Chris grinned at the baggy seat in her loose pajama bottoms. “A can of soup, maybe? I can open soup. And use a microwave oven. Okay, I can’t. But I can call someone who knows how.”
She just waved a hand at him without stopping or turning around. “Shut up. Don’t make me laugh. It makes my face hurt, and I have to pee.” After a few more shuffling steps, she said, “Those two things are not connected.” Before she went around the corner, she turned to him, her eyes wide, imploring. “Chris, thanks for staying. I appreciate it more than you know. But I know it’s late, so if you want to get home, I’ll understand.”
He feigned horror. “You’re not going to send me out in this rush-hour traffic, are you?”
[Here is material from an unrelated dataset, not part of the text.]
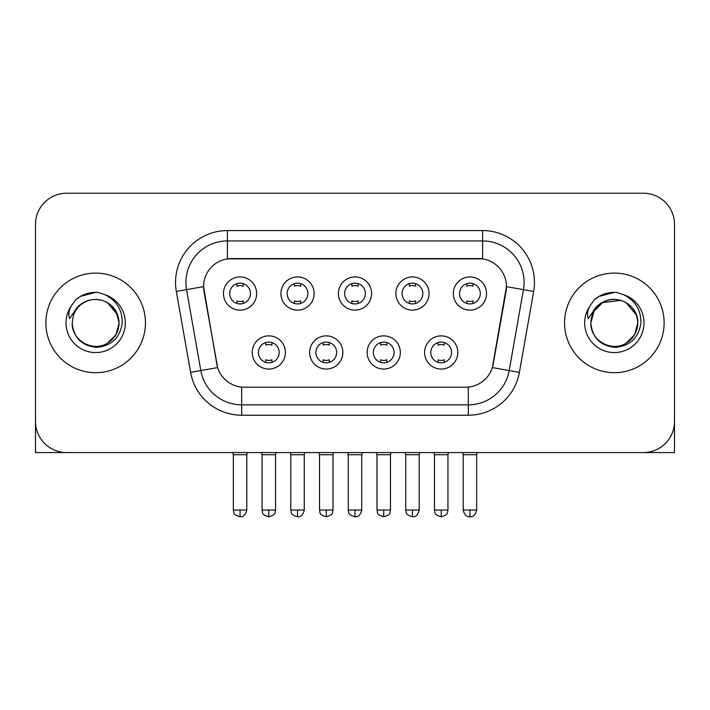 <?xml version="1.0" encoding="UTF-8"?>
<svg xmlns="http://www.w3.org/2000/svg" width="710" height="710" viewBox="0 0 710 710"><rect width="100%" height="100%" fill="white"/><g stroke="black" fill="none" stroke-linecap="round" stroke-linejoin="round"><path stroke-width="1.06" d="M342.859 352.462A16.596 16.596 0 0 1 326.263 369.058A16.596 16.596 0 0 1 309.666 352.462A16.596 16.596 0 0 1 326.263 335.865A16.596 16.596 0 0 1 342.859 352.462M315.897 352.462A10.375 10.375 0 0 0 326.263 362.828A10.375 10.375 0 0 0 336.638 352.462A10.375 10.375 0 0 0 326.263 342.087A10.375 10.375 0 0 0 315.897 352.462M400.333 352.462A16.596 16.596 0 0 1 383.737 369.058A16.596 16.596 0 0 1 367.141 352.462A16.596 16.596 0 0 1 383.737 335.865A16.596 16.596 0 0 1 400.333 352.462M373.362 352.462A10.375 10.375 0 0 0 383.737 362.828A10.375 10.375 0 0 0 394.103 352.462A10.375 10.375 0 0 0 383.737 342.087A10.375 10.375 0 0 0 373.362 352.462M457.799 352.462A16.596 16.596 0 0 1 441.203 369.058A16.596 16.596 0 0 1 424.607 352.462A16.596 16.596 0 0 1 441.203 335.865A16.596 16.596 0 0 1 457.799 352.462M430.828 352.462A10.375 10.375 0 0 0 441.203 362.828A10.375 10.375 0 0 0 451.578 352.462A10.375 10.375 0 0 0 441.203 342.087A10.375 10.375 0 0 0 430.828 352.462M285.393 352.462A16.596 16.596 0 0 1 268.797 369.058A16.596 16.596 0 0 1 252.201 352.462A16.596 16.596 0 0 1 268.797 335.865A16.596 16.596 0 0 1 285.393 352.462M258.422 352.462A10.375 10.375 0 0 0 268.797 362.828A10.375 10.375 0 0 0 279.172 352.462A10.375 10.375 0 0 0 268.797 342.087A10.375 10.375 0 0 0 258.422 352.462M314.131 293.541A16.596 16.596 0 0 1 297.534 310.137A16.596 16.596 0 0 1 280.938 293.541A16.596 16.596 0 0 1 297.534 276.944A16.596 16.596 0 0 1 314.131 293.541M287.159 293.541A10.375 10.375 0 0 0 297.534 303.916A10.375 10.375 0 0 0 307.909 293.541A10.375 10.375 0 0 0 297.534 283.166A10.375 10.375 0 0 0 287.159 293.541M371.596 293.541A16.596 16.596 0 0 1 355 310.137A16.596 16.596 0 0 1 338.404 293.541A16.596 16.596 0 0 1 355 276.944A16.596 16.596 0 0 1 371.596 293.541M344.625 293.541A10.375 10.375 0 0 0 355 303.916A10.375 10.375 0 0 0 365.375 293.541A10.375 10.375 0 0 0 355 283.166A10.375 10.375 0 0 0 344.625 293.541M429.062 293.541A16.596 16.596 0 0 1 412.466 310.137A16.596 16.596 0 0 1 395.869 293.541A16.596 16.596 0 0 1 412.466 276.944A16.596 16.596 0 0 1 429.062 293.541M402.091 293.541A10.375 10.375 0 0 0 412.466 303.916A10.375 10.375 0 0 0 422.84 293.541A10.375 10.375 0 0 0 412.466 283.166A10.375 10.375 0 0 0 402.091 293.541M486.536 293.541A16.596 16.596 0 0 1 469.94 310.137A16.596 16.596 0 0 1 453.344 293.541A16.596 16.596 0 0 1 469.94 276.944A16.596 16.596 0 0 1 486.536 293.541M459.565 293.541A10.375 10.375 0 0 0 469.94 303.916A10.375 10.375 0 0 0 480.306 293.541A10.375 10.375 0 0 0 469.94 283.166A10.375 10.375 0 0 0 459.565 293.541M256.656 293.541A16.596 16.596 0 0 1 240.06 310.137A16.596 16.596 0 0 1 223.464 293.541A16.596 16.596 0 0 1 240.06 276.944A16.596 16.596 0 0 1 256.656 293.541M229.694 293.541A10.375 10.375 0 0 0 240.06 303.916A10.375 10.375 0 0 0 250.435 293.541A10.375 10.375 0 0 0 240.06 283.166A10.375 10.375 0 0 0 229.694 293.541M190.599 372.359L176.328 291.446A51.865 51.865 0 0 1 227.404 230.572L482.596 230.572A51.865 51.865 0 0 1 533.672 291.446L519.4 372.359A51.865 51.865 0 0 1 468.325 415.217L241.675 415.217A51.865 51.865 0 0 1 190.599 372.359L217.642 367.585L203.974 291.455A28.009 28.009 0 0 1 231.558 258.582L478.442 258.582A28.009 28.009 0 0 1 506.026 291.455L493.219 364.061A28.009 28.009 0 0 1 465.636 387.207L244.364 387.207A28.009 28.009 0 0 1 216.781 364.061L203.548 286.645L186.544 289.644A41.491 41.491 0 0 1 227.404 240.947L482.596 240.947A41.491 41.491 0 0 1 523.456 289.644L509.185 370.558A41.491 41.491 0 0 1 468.325 404.842L241.675 404.842A41.491 41.491 0 0 1 200.815 370.558L186.544 289.644A41.491 41.491 0 0 1 185.913 282.438M45.875 322.89A49.789 49.789 0 0 0 95.664 372.688A49.789 49.789 0 0 0 145.461 322.89A49.789 49.789 0 0 0 95.664 273.101A49.789 49.789 0 0 0 45.875 322.89A49.789 49.789 0 0 0 95.664 372.688A49.789 49.789 0 0 0 145.461 322.89A49.789 49.789 0 0 0 95.664 273.101A49.789 49.789 0 0 0 45.875 322.89M564.539 322.89A49.789 49.789 0 0 0 614.336 372.688A49.789 49.789 0 0 0 664.125 322.89A49.789 49.789 0 0 0 614.336 273.101A49.789 49.789 0 0 0 564.539 322.89A49.789 49.789 0 0 0 614.336 372.688A49.789 49.789 0 0 0 664.125 322.89A49.789 49.789 0 0 0 614.336 273.101A49.789 49.789 0 0 0 564.539 322.89M227.404 230.572L227.404 258.893L482.596 258.893L482.596 230.572M203.548 286.591L203.859 282.438M465.636 387.207L244.364 387.207M523.456 289.644L506.452 286.645L492.358 367.585L509.185 370.558L523.456 289.644L533.672 291.446M493.219 364.061L493.051 364.949M216.949 364.949L216.781 364.061M674.5 224.351A31.116 31.116 0 0 0 643.384 193.226L66.616 193.226A31.116 31.116 0 0 0 35.5 224.351L35.5 421.438A31.116 31.116 0 0 0 66.616 452.563L643.384 452.563A31.116 31.116 0 0 0 674.5 421.438L674.5 224.351L674.5 452.563L554.173 452.563M35.5 224.351L35.5 452.563L155.827 452.563M643.384 193.226L66.616 193.226M66.616 452.563L643.384 452.563M236.954 303.436L236.954 300.863A7.961 7.961 0 0 0 243.175 300.863L243.175 303.436M240.06 510.028L233.324 510.028C234.273 512.123 231.877 514.493 240.06 516.773L240.06 510.028L246.805 510.028L246.805 454.737L233.324 454.737L232.773 452.563M246.805 454.737L247.346 452.563M243.175 283.645L243.175 286.21A7.961 7.961 0 0 0 236.954 286.21L236.954 283.645M265.682 362.357L265.682 359.784A7.961 7.961 0 0 0 271.912 359.784L271.912 362.357M268.797 510.028L262.052 510.028C263.011 512.123 260.614 514.493 268.797 516.773L268.797 510.028L275.542 510.028L275.542 454.737L262.052 454.737L261.511 452.563M275.542 454.737L276.083 452.563M271.912 342.566L271.912 345.131A7.961 7.961 0 0 0 265.682 345.131L265.682 342.566M294.419 303.436L294.419 300.863A7.961 7.961 0 0 0 300.641 300.863L300.641 303.436M297.534 510.028L290.789 510.028C291.739 512.123 289.352 514.493 297.534 516.773L297.534 510.028L304.27 510.028L304.27 454.737L290.789 454.737L290.248 452.563M304.27 454.737L304.821 452.563M300.641 283.645L300.641 286.21A7.961 7.961 0 0 0 294.419 286.21L294.419 283.645M351.885 303.436L351.885 300.863A7.961 7.961 0 0 0 358.115 300.863L358.115 303.436M355 510.028L348.255 510.028C349.214 512.123 346.817 514.493 355 516.773L355 510.028L361.745 510.028L361.745 454.737L348.255 454.737L347.714 452.563M361.745 454.737L362.286 452.563M358.115 283.645L358.115 286.21A7.961 7.961 0 0 0 351.885 286.21L351.885 283.645M409.359 303.436L409.359 300.863A7.961 7.961 0 0 0 415.581 300.863L415.581 303.436M412.466 510.028L405.73 510.028C406.679 512.123 404.283 514.493 412.466 516.773L412.466 510.028L419.211 510.028L419.211 454.737L405.73 454.737L405.179 452.563M419.211 454.737L419.752 452.563M415.581 283.645L415.581 286.21A7.961 7.961 0 0 0 409.359 286.21L409.359 283.645M466.825 303.436L466.825 300.863A7.961 7.961 0 0 0 473.046 300.863L473.046 303.436M469.94 510.028L463.195 510.028C464.375 514.839 466.621 517.084 469.94 516.773L469.94 510.028L476.676 510.028L476.676 454.737L463.195 454.737L462.654 452.563M476.676 454.737L477.226 452.563M473.046 283.645L473.046 286.21A7.961 7.961 0 0 0 466.825 286.21L466.825 283.645M323.156 362.357L323.156 359.784A7.961 7.961 0 0 0 329.378 359.784L329.378 362.357M326.263 510.028L319.527 510.028C320.476 512.123 318.08 514.493 326.263 516.773L326.263 510.028L333.008 510.028L333.008 454.737L319.527 454.737L318.976 452.563M333.008 454.737L333.549 452.563M329.378 342.566L329.378 345.131A7.961 7.961 0 0 0 323.156 345.131L323.156 342.566M380.622 362.357L380.622 359.784A7.961 7.961 0 0 0 386.843 359.784L386.843 362.357M383.737 510.028L376.992 510.028C377.942 512.123 375.555 514.493 383.737 516.773L383.737 510.028L390.473 510.028L390.473 454.737L376.992 454.737L376.451 452.563M390.473 454.737L391.024 452.563M386.843 342.566L386.843 345.131A7.961 7.961 0 0 0 380.622 345.131L380.622 342.566M438.088 362.357L438.088 359.784A7.961 7.961 0 0 0 444.318 359.784L444.318 362.357M441.203 510.028L434.458 510.028C435.416 512.123 433.02 514.493 441.203 516.773L441.203 510.028L447.948 510.028L447.948 454.737L434.458 454.737L433.916 452.563M447.948 454.737L448.489 452.563M444.318 342.566L444.318 345.131A7.961 7.961 0 0 0 438.088 345.131L438.088 342.566M73.299 315.844L72.189 322.89C73.618 337.889 81.845 346.036 96.871 347.341C111.639 345.814 120.096 337.667 122.244 322.89C122.351 309.959 116.573 300.561 104.929 294.703L97.927 292.396C89.469 291.899 82.014 294.384 75.562 299.851L71.328 305.921C68.755 310.261 68.187 314.486 69.633 318.568L77.186 307.377C84.224 300.339 92.602 298.014 102.311 300.41A23.448 23.448 0 0 0 73.299 315.844L72.216 322.89C71.417 340.232 92.77 352.568 107.387 343.205C114.887 338.51 118.801 331.739 119.111 322.89L115.97 334.623L107.387 343.205M117.762 315.045L107.387 302.584L102.311 300.41L107.387 302.584L115.97 311.166L119.111 322.89C118.384 311.628 112.783 304.137 102.311 300.41L107.387 302.584M75.624 299.798L80.372 296.407L95.903 292.316L80.372 296.407L75.624 299.798L80.372 296.407L95.903 292.316L80.372 296.407L75.624 299.798M591.971 315.844L590.853 322.89C592.291 337.889 600.518 346.036 615.543 347.341C630.303 345.814 638.76 337.667 640.917 322.89C641.015 309.959 635.246 300.561 623.602 294.703L616.591 292.396C608.133 291.899 600.678 294.384 594.226 299.851L590.001 305.921C587.418 310.261 586.859 314.486 588.306 318.568L595.859 307.377C602.897 300.339 611.266 298.014 620.984 300.41A23.448 23.448 0 0 0 591.971 315.844L590.889 322.89C591.199 314.051 595.113 307.279 602.612 302.584C617.23 293.221 638.583 305.557 637.784 322.89L634.642 334.623L626.06 343.205M637.784 322.89C637.465 331.739 633.56 338.51 626.06 343.205C611.443 352.568 590.081 340.232 590.889 322.89L594.03 311.166L602.612 302.584L620.993 300.41C631.456 304.137 637.056 311.628 637.784 322.89M620.984 300.41L626.06 302.584L636.426 315.045M594.288 299.798L599.045 296.407L614.576 292.316L599.045 296.407L594.288 299.798L599.045 296.407L614.576 292.316L599.045 296.407L594.288 299.798M468.325 387.083L468.325 415.217M241.675 415.217L241.675 387.083M176.328 291.446L186.544 289.644M509.185 370.558L519.4 372.359M71.328 305.921A29.678 29.678 0 0 0 95.664 352.568A29.678 29.678 0 0 0 104.929 294.703M590.001 305.921A29.678 29.678 0 0 0 614.336 352.568A29.678 29.678 0 0 0 623.602 294.703M233.324 510.028L233.324 454.737M246.805 510.028C245.624 514.839 243.379 517.084 240.06 516.773M262.052 510.028L262.052 454.737M275.542 510.028C274.584 512.123 276.98 514.493 268.797 516.773M290.789 510.028L290.789 454.737M304.27 510.028C303.099 514.839 300.854 517.084 297.534 516.773M348.255 510.028L348.255 454.737M361.745 510.028C360.565 514.839 358.319 517.084 355 516.773M405.73 510.028L405.73 454.737M419.211 510.028C418.03 514.839 415.785 517.084 412.466 516.773M463.195 510.028L463.195 454.737M476.676 510.028C475.505 514.839 473.259 517.084 469.94 516.773M319.527 510.028L319.527 454.737M333.008 510.028C332.058 512.123 334.445 514.493 326.263 516.773M376.992 510.028L376.992 454.737M390.473 510.028C389.524 512.123 391.92 514.493 383.737 516.773M434.458 510.028L434.458 454.737M447.948 510.028C446.989 512.123 449.386 514.493 441.203 516.773"/></g></svg>

“Not if you don’t want to go. I just didn’t, well, want to keep you.”
“Why not? What’s wrong with me?” Chris crossed his arms over his chest. “I’m housebroken.”
She chuckled. “Could you be cuter? I just meant if you had somewhere else you need to be. You’ve already gone above and beyond the call of duty with me, but I—”
“Uh-oh. The big brush-off is coming.”
“Will you stop that?” She shook her head at him, as if she were thinking, Men. “Never mind. Just give me a minute, okay? If the phone rings, answer it.”
“Yeah, right.”
“Seriously. It could be about business.”
“It won’t be. It’ll be your mother or one of your brothers.”
“Or it could be my father. He likes to blow things up.”
Chris started to feel sick. “You mean like out of proportion?”
“No. I mean like ka-boom.”
“Well, all kinds of good news here. We’ll just pray it doesn’t ring then, won’t we? And you don’t lock the bathroom door, missy.” She raised her uninjured eyebrow at him. “In case you fall. Or pass out.”
“I thought for a minute I had a Peeping Tom on my hands.”
“Hey, I’m off probation for that. I was framed. But I am still facing charges on the axe-murder thing.”
She grinned at him. “Shut up.” And then disappeared down the hallway.
A moment later, Chris heard a door close. He relaxed. She’d safely made it to the john. Satisfied with how this afternoon was going and how witty and warm and funny Dianna was and how full of himself he was, Chris grinned at the living room at large and then sighted on the sacred teddy bear sitting at the other end of the sofa from him. “Hey, buddy, if this keeps going this well, you and I could be sharing living space—”
The telephone rang. Chris’s feeling of good will fled. “Oh, shit. How’d she know it would ring?” He stared stupidly at the ringing apparatus just sitting there on the end table at Dianna’s end of the sofa with the teddy bear. “Get that, will you?” he asked the teddy bear. Stubbornly, it wouldn’t. Chris grimaced at it. “Traitor.”
By the third ring, he had the handset plucked up. He punched the talk button. Knowing somehow that there was no way this was going to end well, he put the handset to his ear and said, “Hello. Dianna West’s residence.”